Tucked away on the Toyota stand you will find a cheeky little coupé that looks sporty but whose raison d’être is fuel economy, the lowest exhaust emissions and ease of recycling. The ES3 — the initials stand for Eco Spirit — achieves 104mpg in the official European fuel consumption tests, a record for a four-seat car.

http://www.wanttoknow.info/carmileage

I've posted this link in threads before:

"Overseas, primarily in Europe, there are 113 vehicles for sale that get a combined 40 mpg, up from 86 in 2005. Combined gas mileage is the average of a vehicle’s city and highway mpg numbers."

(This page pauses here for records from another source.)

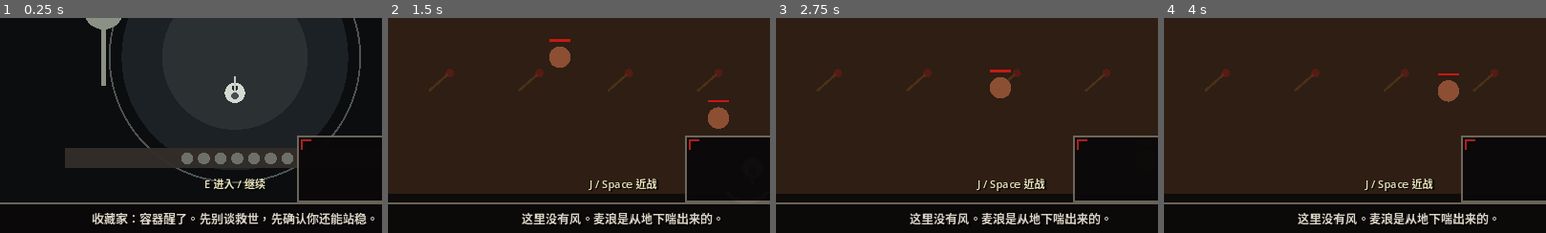
Above: before the commit, frames 1-4 (left to right).
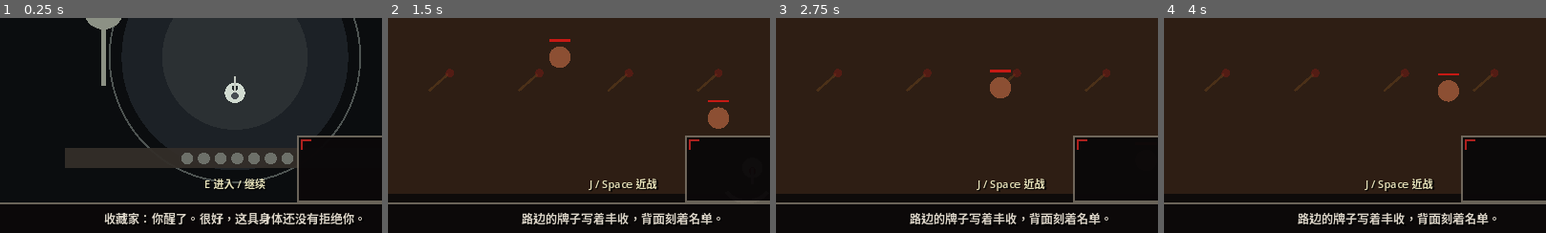
Above: after the commit, the same moments.

Repository: 1021333Liu/Apostles-of-God-Ash
Game: Godot game, scene res://scenes/main.tscn
The game is run twice, just before and just after one commit, with the same random seed, the same clock (stepped at 60 frames per second) and the same inputs.
Inputs:
- Up to frame 1 (0.25 s): no input
- Up to frame 2 (1.5 s): tap Enter at 0.5 s; hold D (move_right) 0.53-1.28 s; hold E (interact) 0.53-1.28 s; tap Space at 0.77 s; hold S (move_down) from 1.28 s (still down); tap J (attack) at 1.35 s
- Up to frame 3 (2.75 s): tap Space at 1.52 s; tap E (interact) at 1.55 s; release S (move_down) at 2.03 s; hold D (move_right) from 2.03 s (still down); hold E (interact) from 2.03 s (still down)
- Up to frame 4 (4 s): release D (move_right) at 2.78 s; release E (interact) at 2.78 s; hold W (move_up) 2.78-3.53 s; tap Enter at 2.85 s; tap Space at 3.02, 3.77 s; tap E (interact) at 3.05 s; hold A (move_left) from 3.53 s (still down); hold E (interact) from 3.53 s (still down)
The pictures show only the part of the screen within x 19-69%, y 40-90%; the shares and areas given below are measured in that part.

The runs differ from the first frame. In frame 1, 2.4% of the frame differs, in the area x 24-98%, y 90-97%; in frame 2, 1.8%; in frame 3, 1.8%; in frame 4, 1.8%.

Commit message:
Integrate narrative copy v2

Diff:
--- a/scripts/main.gd
+++ b/scripts/main.gd
@@ -78,7 +78,7 @@
 	_load_ui_textures()
 	_build_ui()
 	player_runtime.configure(Vector2(640.0, 420.0), Vector2.RIGHT, PLAYER_MAX_HP)
-	_return_to_sanctum("收藏家：容器醒了。先别谈救世，先确认你还能站稳。")
+	_return_to_sanctum("收藏家：你醒了。很好，这具身体还没有拒绝你。")
 	set_process(true)
 	set_physics_process(true)
 
@@ -112,7 +112,7 @@
 		RunMode.COMPLETE:
 			_update_player_movement(delta, Rect2(Vector2(250.0, 170.0), Vector2(780.0, 360.0)))
 			if interact_buffered:
-				_return_to_sanctum("收藏家：胃囊已经归档。下一次，我们会知道它先吞掉敌人，还是先吞掉你。")
+				_return_to_sanctum("收藏家：神之胃囊已经归档。它不干净，但很适合活下去。")
 
 	attack_buffered = false
 	interact_buffered = false
@@ -174,7 +174,7 @@
 		{
 			"id": "field_gate",
 			"title": "低语田野入口",
-			"tagline": "这里没有风。麦浪是从地下喘出来的。",
+			"tagline": "路边的牌子写着丰收，背面刻着名单。",
 			"dossier": "任务档案 01 | 低语田野入口\n异常：空腹者会追逐活体热源。\n建议：用三段斩击采样，观察胃囊吞噬反应。",
 			"palette": Color(0.22, 0.18, 0.12),
 			"enemies": [
@@ -186,7 +186,7 @@
 		{
 			"id": "blood_wheat",
 			"title": "血肉麦田",
-			"tagline": "麦穗有牙。别把停顿交给土地。",
+			"tagline": "麦穗垂下来，像在等人低头。",
 			"dossier": "任务档案 02 | 血肉麦田\n异常：农夫会把饥饿种到你前方。\n建议：看见淡红预警先离开，别把脚交给土地。",
 			"palette": Color(0.26, 0.12, 0.10),
 			"enemies": [
@@ -202,7 +202,7 @@
 		{
 			"id": "gut_canal",
 			"title": "肠道灌溉渠",
-			"tagline": "水声太厚了。那不是水在流。",
+			"tagline": "渠水很热，流过时会带走祷告。",
 			"dossier": "任务档案 03 | 肠道灌溉渠\n异常：固定麦脉会拖慢容器移动。\n建议：贴边绕行，优先处理远处农夫。",
 			"palette": Color(0.19, 0.10, 0.12),
 			"enemies": [
@@ -219,7 +219,7 @@
 		{
 			"id": "hungry_barn",
 			"title": "饥饿谷仓",
-			"tagline": "门在咀嚼。它等的不是粮车。",
+			"tagline": "仓门半开着，里面没有粮声。",
 			"dossier": "任务档案 04 | 饥饿谷仓\n异常：稻草人会展开麦浪封路。\n建议：等麦浪落空后近身，不要在场地中央贪刀。",
 			"palette": Color(0.24, 0.13, 0.08),
 			"enemies": [
@@ -234,7 +234,7 @@
 		{
 			"id": "barn_king",
 			"title": "谷仓王胃室",
-			"tagline": "所有祈祷最后都落进了这里。",
+			"tagline": "这里太满了，所以永远空着。",
 			"dossier": "任务档案 05 | 谷仓王胃室\n异常：王的胃囊会周期性暴露。\n建议：红核外翻时进攻，样本伤害会被放大。",
 			"palette": Color(0.15, 0.07, 0.07),
 			"enemies": [
@@ -526,7 +526,7 @@
 		god_stomach.absorb_boss_memory()
 		mode = RunMode.COMPLETE
 		boss_rite_timer = 0.0
-		dialogue_label.text = "记忆：谷仓王剖开自己，把胃交给土地。他以为只要自己足够饥饿，人民就不用再饿。"
+		dialogue_label.text = "记忆：谷仓王献出自己的胃，是为了让献祭到他为止。田地只安静了一夜。"
 	else:
 		dialogue_label.text = "采样记录：" + enemy_name + " 倒下后，土地短暂安静。你胸口的胃纹更深了一点。"
 
@@ -541,13 +541,13 @@
 	var shard_note := "记忆碎片：未归档"
 	match kind:
 		"empty":
-			shard_note = "记忆碎片：空腹、追逐、土腥味"
+			shard_note = "记忆碎片：队伍末尾、空碗、田边剩粮"
 		"farmer":
-			shard_note = "记忆碎片：播种、欠收、牙齿麦穗"
+			shard_note = "记忆碎片：巡田、登记、哭完再干活"
 		"scarecrow":
-			shard_note = "记忆碎片：守望、献祭、麦浪"
+			shard_note = "记忆碎片：偷粮者衣服、旧命令、不是我"
 		"barn_king":
-			shard_note = "记忆碎片：王权、饥荒、胃室"
+			shard_note = "记忆碎片：开仓、献祭边界、谷仓王之胃"
 
 	sample_record_text = "采样记录 | " + enemy_name + "\n" + shard_note + "\n胃囊反应：" + reaction + " | 回收 HP +" + str(healed) + " | 末击 " + str(final_damage)
 	sample_record_timer = 4.0
@@ -822,20 +822,20 @@
 
 func _death_recovery_line(source: String) -> String:
 	if death_count == 1:
-		return "收藏家：首次死亡回收完成。疼痛记录完整，容器损毁程度低于预期。"
+		return "收藏家：回来了。第一次死在田里的人，通常还会相信自己只是运气不好。"
 	match source:
 		"空腹者":
-			return "收藏家：空腹者没有吃饱的概念。你被它当成了一次短暂延迟。"
+			return "收藏家：它曾经站在队伍最后。最后的人最容易相信下一次会轮到自己。"
 		"饥民农夫":
-			return "收藏家：他们挥下农具时很平静。长期制度会把谋杀训练成劳动。"
+			return "收藏家：他们下手很稳。人只要重复得够久，什么事都像农活。"
 		"饥饿稻草人":
-			return "收藏家：它守的不是田，是一份旧命令。命令比人活得久。"
+			return "收藏家：那东西还在守田。守到田主死了，守到名字烂了。"
 		"咬人麦穗":
-			return "收藏家：灌溉渠接受了你。下次别把血留在会流动的地方。"
+			return "收藏家：你把血交给了渠。低语田野最会把一点点变成一整季。"
 		"谷仓王":
-			return "收藏家：谷仓王尝过你的频率。下一次，它会更快认出你。"
+			return "收藏家：他记住你了。不是记住脸，是记住你能喂养多少人。"
 		_:
-			return "收藏家：你正在学习这片田的节奏。它每次咀嚼，都比上次更熟练。"
+			return "收藏家：你开始听见差别了。哭声、命令、祈祷，它们不是同一种声音。"
 
 
 func _draw_sanctum() -> void:
Not shown, changed: CHANGELOG.md
Not shown, changed: docs/planning/03_NARRATIVE_COPY.md

http://www.msnbc.msn.com/id/17344368/

(by the way, there are currently 2 vehicles sold in the US that get a combined 40 mpg or higher. TWO.)

“We're all connected”

Since: Feb 08

St Paul, MN

#12 May 10, 2009
Former Ranger wrote:
<quoted text>
There are some European cars that get good miliage, around 50 mpg. Those are diesels that for some reason or other we don't or can't have them in this country. However I have yet to find any information on an 80 mpg car that the auto and oil companies can make but are holding back. Why would you hold back a vehicle that could save your company when it's going backrupt? Besides, no one can keep a secret.
Whoops. Called my mom to wish her happy mother's day and forgot to answer your question. GM made a 80mpg vehicle that was featured in 2001:

http://www.popularmechanics.com/automotive/ne...

Admittedly, cost isn't mentioned in the article, so I'll assume what you're thinking, that it's expensive. Yet the technology is there-what few companies have done is experiment with more than 2 types of technology (traditional + battery, traditional plus biofuels, traditional + plug-in).

This vehicle probably looks too "futuristic" to most but if we want to have fuel-efficient cars, they need to be aerodynamic.

http://www.ecogeek.org/content/view/1033/69/

330mpg? I might be able to get over the look in exchange for the fuel efficiency!

My point is, the technology is there. The car companies have the means to be able to make anything they want. They're too scared to take a risk, but not taking a risk did NOT pay off.
freeperson

United States

#13 May 10, 2009
Isn't anyone going to comment on Faith's letter lamenting the dire fate of the poor poor illegals?

I dare not say a word, lest I say too much.
whatever

United States

#14 May 10, 2009
"Isn't anyone going to comment on Faith's letter lamenting the dire fate of the poor poor illegals?

I dare not say a word, lest I say too much." So, what's the deal? You just want someone else to get something started because you don't have the guts?
freeperson

United States

#15 May 11, 2009
whatever wrote:
" You just want someone else to get something started because you don't have the guts?
Not so much about guts, just what I feel about this issue (If I said it all) probably would not get printed. I just feel that others can say it with more class
whatever

United States

#16 May 12, 2009
I'm not sure what kind of immigration refore Ms. Fischer wants. Last I heard immigrants could still apply for green cards, as well as citizenship. Of course, with citizenship, they'd have to learn to speak and read English. Maybe that's considered a hardship. If the town of Postville really wants to be upset with someone, maybe it should be the owners of the packing plant who willingly, knowingly hired illegals.